If done well, completing the exercise might have forced Louisiana and New Orleans officials to have backup plans when communication broke down and federal help failed to arrive. The Pam exercise — in its early stages, at least — made disaster management seem too easy because the federal directions seemed so clear and certain. Walter Maestri, the emergency manager for Jefferson Parish, recalled in an interview with pbs Frontline (November 24, 2005) that federal authorities gave him blithe assurances after the exercise: “‘This is what we’re going to do. This is what you’re going to do. This is what this one’s going to do.’ And the problem here that developed in Katrina is that the locals accepted that.”

The Pam scenario corresponded closely to the events of Katrina. Pam predicted that the 100,000 people who would fail to evacuate would be the most vulnerable to the storm. In New Orleans the majority of the approximately 900 dead were elderly people, many of whom lived in nursing homes and were never given an opportunity to leave town.18 In one such home, the staff had not expected the hurricane to be so severe and had ignored evacuation plans. When it was too late to transport the patients to safety, the staff fled for their lives, leaving 34 elderly patients to die in the floodwaters.
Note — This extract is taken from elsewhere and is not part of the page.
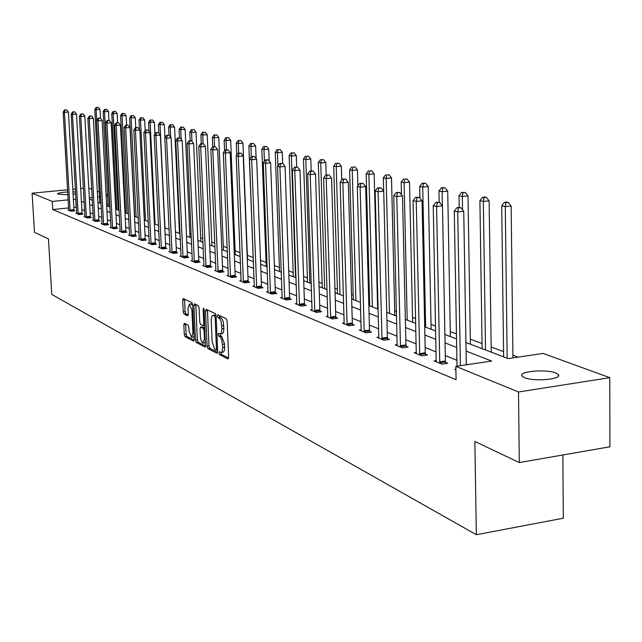 <?xml version="1.0" encoding="UTF-8"?>
<svg xmlns="http://www.w3.org/2000/svg" width="642" height="642" viewBox="0 0 642 642"><rect width="100%" height="100%" fill="white"/><g stroke="black" fill="none" stroke-linecap="round" stroke-linejoin="round"><path stroke-width="0.96" d="M218.938 352.94L219.54 354.609L227.934 358.974L228.648 357.385L227.14 321.104L226.257 318.705L217.758 314.74L217.357 315.904L217.967 317.565L219.893 318.825L221.113 321.417L221.98 329.322L221.041 333.503L220.158 333.984L218.545 333.302L218.152 334.458L218.753 336.119L220.399 337.09L221.691 339.409L222.742 347.298L222.02 351.784L220.96 352.514L219.323 351.8L218.938 352.94M220.848 352.506L221.458 354.344L228.624 358.067M219.283 315.431L219.893 317.317L220.968 317.822L219.042 318.071M220.07 333.976L220.679 335.862L221.755 336.4L219.829 336.657M75.684 193.868L73.084 194.325M67.908 194.815L57.427 194.004C57.796 193.065 61.231 192.375 67.739 191.95M555.627 372.93L558.363 374.663C562.464 379.27 534 381.854 524.562 377.697L521.994 376.011C518.182 371.405 545.973 368.885 555.627 372.93M184.447 323.279L183.829 324.82L184.27 334.402L185.065 336.673L193.699 341.135L194.205 339.554L192.648 304.838L191.83 302.559L183.203 298.538L182.689 300.143L183.227 311.787L184.029 314.034L187.761 315.84L188.275 314.243L188.01 308.441L189.398 304.131L191.894 310.295L192.921 333.118L191.557 337.347L189.045 331.144L188.876 327.364L188.066 325.093L184.447 323.279M465.932 342.507L508.207 358.605L543.156 353.429L609.78 377.665L609.9 446.792L519.306 462.569L474.855 441.455L476.348 534.722L51.769 294.405L48.463 238.928L34.483 232.292L32.1 193.202L67.619 189.775M519.306 462.569L518.503 391.973L455.844 366.365L491.692 361.053L466.076 351.086M68.654 207.944L52.724 209.549L456.085 379.767L455.844 366.365M52.724 209.549L52.243 201.436L32.1 193.202M207.061 346.207L207.904 348.558L216.956 353.26L217.646 351.688L216.121 315.904L215.255 313.545L206.194 309.3L205.52 310.913L207.061 346.207L208.955 345.95L209.798 348.301L217.622 352.354M205.079 347.081L196.308 342.523L195.489 340.212L193.924 305.448L194.454 303.818L198.306 305.6L199.14 307.903L199.766 322.132L200.601 324.443L203.233 325.711L203.771 324.09L203.113 309.203L203.498 308.048L204.172 309.693L205.424 347.033M476.348 534.722L563.291 518.214L562.873 454.977M467.681 364.616L466.293 364.054M456.919 360.29L445.291 355.612M436.143 351.936L425.148 347.515M416.217 343.919L405.808 339.738M397.093 336.231L387.23 332.267M378.716 328.84L369.367 325.085M361.045 321.738L352.185 318.175M344.04 314.901L335.63 311.514M327.661 308.312L319.684 305.102M311.884 301.965L304.308 298.923M296.668 295.85L289.478 292.961M281.982 289.943L275.153 287.199M267.81 284.245L261.31 281.629M254.112 278.74L247.94 276.253M240.878 273.412L235.004 271.052M228.07 268.268L222.485 266.021M215.68 263.284L210.359 261.142M203.683 258.461L198.619 256.423M192.062 253.783L187.239 251.849M180.795 249.257L176.205 247.411M169.873 244.859L165.5 243.109M159.272 240.598L155.115 238.928M148.984 236.465L145.028 234.868M139.001 232.452L135.221 230.927M129.299 228.544L125.704 227.099M119.869 224.756L116.443 223.376M110.697 221.073L107.439 219.757M101.781 217.486L98.675 216.234M93.106 213.995L90.153 212.807M84.664 210.6L81.847 209.469M76.446 207.294L73.83 207.43M455.9 369.238L454.729 369.415L455.908 369.904M436.319 360.571L434.064 360.9L441.913 364.134L447.731 363.276L445.588 362.401M416.401 352.418L414.251 352.731L421.778 355.828L427.5 355.002L425.453 354.167M397.286 344.594L395.223 344.89L402.446 347.868L408.087 347.065L406.113 346.263M378.924 337.074L376.934 337.355L383.884 340.212L389.437 339.441L387.543 338.663M361.261 329.844L359.351 330.1L366.036 332.861L371.501 332.107L369.68 331.36M344.264 322.886L342.435 323.127L348.863 325.783L354.248 325.053L352.498 324.338M327.901 316.177L326.136 316.41L332.331 318.97L337.636 318.263L335.951 317.573M312.132 309.717L310.431 309.942L316.402 312.405L321.634 311.715L320.005 311.049M296.925 303.489L295.288 303.698L301.05 306.073L306.202 305.407L304.629 304.765M282.247 297.471L280.674 297.671L286.228 299.966L291.308 299.316L289.799 298.699M268.075 291.669L266.558 291.853L271.927 294.068L276.935 293.442L275.474 292.84M254.384 286.051L252.924 286.236L258.108 288.37L263.051 287.76L261.639 287.183M241.151 280.626L239.739 280.803L244.754 282.873L249.626 282.279L248.261 281.718M228.351 275.378L226.987 275.546L231.842 277.545L236.649 276.967L235.325 276.429M215.969 270.298L214.645 270.459L219.347 272.393L224.082 271.831L222.806 271.309M203.971 265.387L202.695 265.531L207.246 267.409L211.924 266.863L210.688 266.35M192.351 260.62L191.115 260.764L195.529 262.578L200.143 262.04L198.94 261.551M181.092 255.998L179.896 256.134L184.166 257.899L188.724 257.378L187.56 256.896M170.17 251.52L169.006 251.648L173.155 253.357L177.657 252.852L176.526 252.386M159.577 247.17L158.454 247.298L162.474 248.952L166.92 248.454L165.821 248.013M149.289 242.949L148.198 243.069L152.106 244.682L156.496 244.193L155.428 243.759M139.306 238.856L138.247 238.968L142.042 240.533L146.376 240.06L145.341 239.635M129.604 234.876L128.577 234.98L132.26 236.505L136.545 236.039L135.542 235.63M120.182 231.008L119.179 231.112L122.766 232.589L126.996 232.131L126.017 231.738M111.01 227.244L110.039 227.348L113.53 228.777L117.711 228.335L116.756 227.95M102.102 223.585L101.155 223.681L104.542 225.077L108.675 224.644L107.752 224.267M93.427 220.021L92.504 220.118L95.802 221.474L99.887 221.049L98.988 220.688M84.985 216.555L84.086 216.651L87.304 217.967L91.341 217.558L90.466 217.197M76.759 213.184L75.892 213.272L79.022 214.556L83.011 214.147L82.16 213.802M68.75 209.894L67.908 209.974L70.957 211.234L74.897 210.833L74.071 210.496M518.174 357.129L512.91 355.154M503.569 351.639L491.178 346.985M482.062 343.558L470.321 339.145M456.454 333.928L450.291 331.617M435.629 326.104L431.039 324.379M415.663 318.601L412.517 317.421M396.499 311.394L394.694 310.72M378.082 304.477L377.52 304.268M369.575 301.275L368.725 300.962M353.188 295.119L351.511 294.485M337.387 289.181L334.931 288.258M322.132 283.443L318.962 282.255M307.398 277.906L303.562 276.469M293.161 272.553L288.707 270.884M279.39 267.385L274.359 265.491M266.069 262.377L260.508 260.283M253.173 257.53L247.347 255.339M240.044 252.595L235.132 250.749M227.228 247.78L223.28 246.295M214.821 243.117L211.796 241.978M202.816 238.599L200.641 237.789M191.18 234.226L189.823 233.72M179.904 229.988L179.311 229.764M125.431 209.517L124.781 209.268M116.619 206.202L115.52 205.793M108.089 203.979L106.604 204.132M609.78 377.665L518.503 391.973M72.803 189.278L75.411 189.029M80.675 188.515L83.42 188.25M88.789 188.146L91.75 189.221M97.319 191.244L99.245 191.95M106.082 194.438L107.615 194.991M72.947 191.878L75.579 192.062M89.398 199.108L92.352 200.232M97.921 202.358L101.027 203.538M106.684 205.697L109.951 206.933M115.696 209.123L119.123 210.432M124.957 212.654L128.552 214.019M134.483 216.282L138.255 217.718M144.29 220.013L148.254 221.522M154.377 223.857L158.542 225.438M164.777 227.814L169.143 229.483M175.483 231.89L180.073 233.64M186.525 236.095L191.348 237.933M197.913 240.437L202.976 242.363M209.661 244.907L214.99 246.937M221.795 249.529L227.388 251.664M234.322 254.304L240.204 256.543M247.274 259.232L253.454 261.591M260.66 264.335L267.16 266.807M274.511 269.608L281.348 272.216M288.852 275.065L296.05 277.809M303.706 280.723L311.282 283.612M319.098 286.589L327.083 289.63M335.068 292.672L343.478 295.874M351.639 298.979L360.507 302.358M368.845 305.536L378.202 309.099M386.733 312.349L396.612 316.105M405.343 319.435L415.767 323.407M424.715 326.81L435.733 331.007M444.89 334.498L456.542 338.928M107.663 195.962L106.179 196.115M99.51 196.773L97.632 196.958M92.199 197.495L89.326 197.776M75.989 199.221L73.373 199.349M68.196 199.863L52.243 201.436M456.695 347.426L445.05 342.9M435.894 339.337L424.884 335.044M415.952 331.569L405.527 327.508M396.804 324.114L386.933 320.27M378.403 316.955L369.054 313.312M360.716 310.07L351.856 306.619M343.703 303.441L335.293 300.167M327.316 297.061L319.331 293.956M311.522 290.914L303.947 287.961M296.299 284.984L289.101 282.183M281.605 279.27L274.768 276.606M267.417 273.749L260.917 271.213M253.718 268.412L247.539 266.005M240.469 263.252L234.595 260.965M227.661 258.269L222.068 256.086M215.263 253.438L209.942 251.367M203.257 248.767L198.193 246.793M191.629 244.241L186.814 242.363M180.362 239.851L175.772 238.07M169.432 235.598L165.066 233.897M158.831 231.473L154.674 229.852M148.543 227.469L144.578 225.92M138.552 223.577L134.78 222.108M128.849 219.797L125.254 218.4M119.42 216.129L115.993 214.797M110.247 212.558L106.989 211.29M101.332 209.083L98.226 207.88M92.657 205.705L89.695 204.557M84.206 202.423L81.39 201.323M76.181 207.189L75.732 199.116M221.265 352.474L223.344 352.145L224.387 350.388L224.668 347.041L222.742 347.298M221.755 336.4L224.548 344.04L224.668 347.041M220.447 333.944L222.549 333.615L223.609 331.826L223.889 328.439L221.963 328.696M220.968 317.822L222.357 319.435L223.231 321.835L223.889 328.439M207.446 309.885L208.955 345.95M215.985 350.05L216.466 348.943L215.126 317.581L214.516 315.936L212.983 315.294L211.756 316.386L211.202 319.339L212.125 341.897L214.861 349.473L215.985 350.05M214.621 315.086L216.089 315.519M205.721 346.182L198.177 342.274L196.308 342.523M195.834 304.436L197.359 339.963L198.177 342.274M200.424 336.849L201.115 340.669L202.76 343.117L204.421 338.888L204.06 330.734L203.225 328.415L200.593 327.131L200.063 328.744L200.424 336.849M203.233 343.133L205.609 342.499M202.278 326.963L204.975 328.094M191.773 337.323L194.085 336.737M192.664 305.295L191.059 303.923M184.567 299.156L185.073 311.547L185.875 313.802L188.25 314.965M185.69 323.897L186.108 334.161L186.91 336.424L194.189 340.204M512.942 357.907L511.152 205.994L505.286 206.652L501.707 205.801L503.633 356.864M507.164 358.212L505.286 206.652L505.92 202.703L508.271 202.447L506.835 202.11L504.492 202.366L505.92 202.703M501.707 205.801L504.492 202.366M508.271 202.447L511.152 205.994M466.309 364.817L463.741 211.258L457.738 211.924L460.402 365.691M458.436 207.928L460.836 207.663L457.056 207.583L458.436 207.928L457.738 211.924L454.279 211.049L457.024 366.197M463.741 211.258L460.836 207.663M457.056 207.583L454.279 211.049M491.25 352.145L489.116 200.826L483.346 201.46L479.911 200.649L482.134 348.678M485.521 349.97L483.346 201.46L483.996 197.6L486.307 197.351L484.927 197.03L482.623 197.279L483.996 197.6M479.911 200.649L482.623 197.279M486.307 197.351L489.116 200.826M470.401 344.208L467.994 195.874L462.304 196.484L459.014 195.706L459.215 207.342M462.529 209.757L462.304 196.484L462.962 192.712L465.241 192.464L461.646 192.399L462.962 192.712M459.014 195.706L461.646 192.399M465.241 192.464L467.994 195.874M439.585 361.839L445.387 360.989L442.466 205.922L436.56 206.563L439.778 363.252M437.266 202.655L439.626 202.399L435.942 202.326L437.266 202.655L436.56 206.563L433.246 205.721L436.167 361.767M445.387 360.989L445.829 363.557M442.466 205.922L439.626 202.399M435.942 202.326L433.246 205.721M419.539 353.606L425.253 352.787L422.067 200.802L416.257 201.428L419.732 354.994M416.971 197.608L419.298 197.359L415.703 197.287L416.971 197.608L416.257 201.428L413.079 200.617L416.265 353.565M425.253 352.787L425.678 355.267M422.067 200.802L419.298 197.359M415.703 197.287L413.079 200.617M450.379 336.585L447.715 191.115L442.113 191.709L438.959 190.955L439.176 202.286M442.386 205.817L442.113 191.709L442.787 188.018L445.018 187.777L441.519 187.721L442.787 188.018M438.959 190.955L441.519 187.721M445.018 187.777L447.715 191.115M431.135 329.258L428.238 186.541L422.725 187.119L419.683 186.397L419.932 198.145M425.646 327.163L422.725 187.119L423.399 183.508L425.598 183.275L422.179 183.219L423.399 183.508M419.683 186.397L422.179 183.219M425.598 183.275L428.238 186.541M412.621 322.204L409.516 182.151L404.083 182.705L401.162 182.015L401.451 194.582M407.213 320.141L404.083 182.705L404.757 179.166L406.932 178.949L404.757 179.166M401.162 182.015L403.593 178.893M406.932 178.949L409.516 182.151M400.303 345.701L405.929 344.906L402.502 195.89L396.78 196.492L400.488 347.057M397.502 192.76L399.789 192.52L396.283 192.456L397.502 192.76L396.78 196.492L393.739 195.722L397.157 345.685M405.929 344.906L406.33 347.314M402.502 195.89L399.789 192.52M396.283 192.456L393.739 195.722M381.813 338.109L387.359 337.339L383.723 191.18L378.09 191.765L381.998 339.441M378.812 188.106L381.067 187.873L377.64 187.817L378.812 188.106L378.09 191.765L375.161 191.019L378.804 338.117M387.359 337.339L387.744 339.674M383.723 191.18L381.067 187.873M377.64 187.817L375.161 191.019M364.046 330.807L369.503 330.06L365.667 186.645L360.122 187.215L364.223 332.115M360.852 183.636L363.075 183.411L359.729 183.355L360.852 183.636L360.122 187.215L357.313 186.501L361.149 330.847M369.503 330.06L369.88 332.331M365.667 186.645L363.075 183.411M359.729 183.355L357.313 186.501M346.945 323.785L352.322 323.062L348.309 182.296L342.852 182.842L347.121 325.061M343.582 179.335L345.765 179.118L342.499 179.062L343.582 179.335L342.852 182.842L340.14 182.159L344.16 323.841M352.322 323.062L352.683 325.269M348.309 182.296L345.765 179.118M342.499 179.062L340.14 182.159M330.478 317.02L335.782 316.321L331.601 178.099L326.224 178.636L330.654 318.272M326.963 175.194L329.113 174.985L325.919 174.937L326.963 175.194L326.224 178.636L323.616 177.978L327.797 317.1M335.782 316.321L336.127 318.464M331.601 178.099L329.113 174.985M325.919 174.937L323.616 177.978M314.62 310.503L319.836 309.821L315.511 174.062L310.214 174.584L314.789 311.731M310.953 171.213L313.071 171.005L309.95 170.965L310.953 171.213L310.214 174.584L307.703 173.95L312.036 310.6M319.836 309.821L320.173 311.908M315.511 174.062L313.071 171.005M309.95 170.965L307.703 173.95M299.316 304.22L304.469 303.562L300.007 170.17L294.782 170.676L299.485 305.432M295.521 167.369L297.615 167.169L294.558 167.129L295.521 167.369L294.782 170.676L292.367 170.066L296.837 304.332M304.469 303.562L304.79 305.592M300.007 170.17L297.615 167.169M294.558 167.129L292.367 170.066M284.558 298.153L289.63 297.511L285.056 166.422L279.904 166.912L284.727 299.341M280.642 163.67L282.705 163.469L279.711 163.437L280.642 163.67L279.904 166.912L277.569 166.318L282.167 298.289M289.63 297.511L289.951 299.493M285.056 166.422L282.705 163.469M279.711 163.437L277.569 166.318M270.314 292.303L275.314 291.677L270.619 162.795L265.547 163.277L270.475 293.466M266.286 160.091L268.316 159.906L265.387 159.866L266.286 160.091L265.547 163.277L263.292 162.707L268.003 292.447M275.314 291.677L275.619 293.603M270.619 162.795L268.316 159.906M265.387 159.866L263.292 162.707M256.551 286.645L261.479 286.043L256.688 159.304L251.688 159.77L256.704 287.793M252.426 156.64L254.425 156.455L251.552 156.423L252.426 156.64L251.688 159.77L249.505 159.216L254.312 286.805M261.479 286.043L261.775 287.921M256.688 159.304L254.425 156.455M251.552 156.423L249.505 159.216M243.246 281.18L248.109 280.594L243.222 155.926L238.286 156.383L243.398 282.311M239.025 153.31L240.999 153.125L238.182 153.101L239.025 153.31L238.286 156.383L236.184 155.845L241.087 281.357M248.109 280.594L248.398 282.424M243.222 155.926L240.999 153.125M238.182 153.101L236.184 155.845M230.374 275.891L235.173 275.322L230.205 152.66L225.342 153.101L230.526 277.007M226.08 150.084L228.022 149.907L225.262 149.883L226.08 150.084L225.342 153.101L223.304 152.587L228.287 276.084M235.173 275.322L235.453 277.111M230.205 152.66L228.022 149.907M225.262 149.883L223.304 152.587M217.927 270.78L222.662 270.218L217.614 149.498L212.815 149.931L218.071 271.871M213.553 146.97L215.471 146.793L212.759 146.769L213.553 146.97L212.815 149.931L210.849 149.434L215.905 270.98M222.662 270.218L222.926 271.967M217.614 149.498L215.471 146.793M214.588 146.609L214.219 137.797L212.35 137.356L212.751 146.785L210.849 149.434M205.865 265.828L210.544 265.282L205.432 146.44L200.689 146.866L206.01 266.903M201.428 143.952L203.321 143.784L200.665 143.76L201.428 143.952L200.689 146.866L198.787 146.384L203.915 266.037M210.544 265.282L210.801 266.992M205.432 146.44L203.321 143.784M200.665 143.76L198.787 146.384M194.189 261.029L198.803 260.5L193.627 143.479L188.957 143.896L194.333 262.088M189.687 141.023L191.557 140.863L188.949 140.839L189.687 141.023L188.957 143.896L187.111 143.423L192.303 261.246M198.803 260.5L199.06 262.169M193.627 143.479L191.557 140.863M188.949 140.839L187.111 143.423M182.874 256.383L187.424 255.861L182.192 140.606L177.585 141.015L183.01 257.418M178.307 138.199L180.153 138.038L177.593 138.014L178.307 138.199L177.585 141.015L175.796 140.558L181.044 256.607M187.424 255.861L187.673 257.498M182.192 140.606L180.153 138.038M177.593 138.014L175.796 140.558M171.895 251.873L176.389 251.367L171.109 137.829L166.559 138.223L172.032 252.892M167.289 135.454L169.111 135.293L166.591 135.277L167.289 135.454L166.559 138.223L164.825 137.781L170.122 252.105M176.389 251.367L176.63 252.964M171.109 137.829L169.111 135.293M166.591 135.277L164.825 137.781M161.246 247.499L165.684 247.001L160.364 135.133L155.87 135.518L161.383 248.502M156.592 132.79L158.389 132.637L155.918 132.621L156.592 132.79L155.87 135.518L154.184 135.093L159.529 247.74M165.684 247.001L165.925 248.566M160.364 135.133L158.389 132.637M155.918 132.621L154.184 135.093M150.918 243.254L155.3 242.772L149.939 132.517L145.501 132.894L151.047 244.249M146.224 130.206L147.997 130.053L145.565 130.045L146.224 130.206L145.501 132.894L143.864 132.477L149.249 243.503M155.3 242.772L155.533 244.305M149.939 132.517L147.997 130.053M145.565 130.045L143.864 132.477M394.806 315.423L391.5 177.922L386.147 178.468L383.338 177.802L383.667 191.115M389.469 313.384L386.147 178.468L386.829 175.001L388.972 174.785L386.829 175.001M383.338 177.802L385.706 174.736M388.972 174.785L391.5 177.922M377.64 308.882L374.158 173.854L368.885 174.383L366.173 173.741L369.696 305.857M372.376 306.876L368.885 174.383L369.567 170.981L371.678 170.772L369.567 170.981M366.173 173.741L368.484 170.732M371.678 170.772L374.158 173.854M357.883 185.763L357.442 169.937L352.249 170.451L349.641 169.833L353.317 299.621M355.901 300.6L352.249 170.451L352.94 167.113L355.018 166.912L352.94 167.113M349.641 169.833L351.896 166.872M355.018 166.912L357.442 169.937M341.745 180.057L341.335 166.158L336.215 166.655L333.696 166.061L337.515 293.603M340.011 294.55L336.215 166.655L336.906 163.381L338.952 163.188L336.906 163.381M333.696 166.061L335.902 163.148M338.952 163.188L341.335 166.158M326.176 174.913L325.791 162.514L320.743 162.996L318.312 162.418L322.268 287.793M324.675 288.715L320.743 162.996L321.441 159.786L323.456 159.593L321.441 159.786M318.312 162.418L320.462 159.561M323.456 159.593L325.791 162.514M311.177 170.844L310.792 158.991L305.809 159.465L303.465 158.911L307.534 282.183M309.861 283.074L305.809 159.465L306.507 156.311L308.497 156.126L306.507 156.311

More thorough preparation might have prevented these deaths and established lines of communication between nursing homes and emergency management coordinators. Local officials will always be the first responders, but federal agencies can help ensure adequate preparation before a disaster strikes by setting standards, funding preparation for rare events, and providing expertise.

 

FEMA’s national role

After 1993, fema reversed course and showed that it could be both effective and popular. The agency jettisoned its civil defense legacy and crafted a focus on “all hazards, all phases” emergency management that in practice emphasized natural disasters. When forced to address new concerns, however, from terrorism to the need for more accountable disaster relief, fema fell short. Emergency management has become too complex for a fema federal agency to coordinate. Only states and localities are able to weigh many-faceted concerns about a range of disasters and develop appropriate strategies. New Orleans, for example, faces far different hazards from those facing a northeastern industrial city with a similar population and demographics. In the wake of Katrina, reformers should resist the all-too-easy temptation to centralize control in the national bureaucracy and instead grant more power and responsibility for disaster preparedness, response, and recovery to agencies further down the federal ladder.

Still, decentralization poses the risk of returning to the days when emergency management was ad hoc and the federal government provided too much, too late to communities after a disaster struck. Disasters are, by definition, rare events that overwhelm the capacity of normal public institutions and practices. States and localities have little incentive to prepare for 100-year floods, yet such floods occur with alarming frequency in the United States.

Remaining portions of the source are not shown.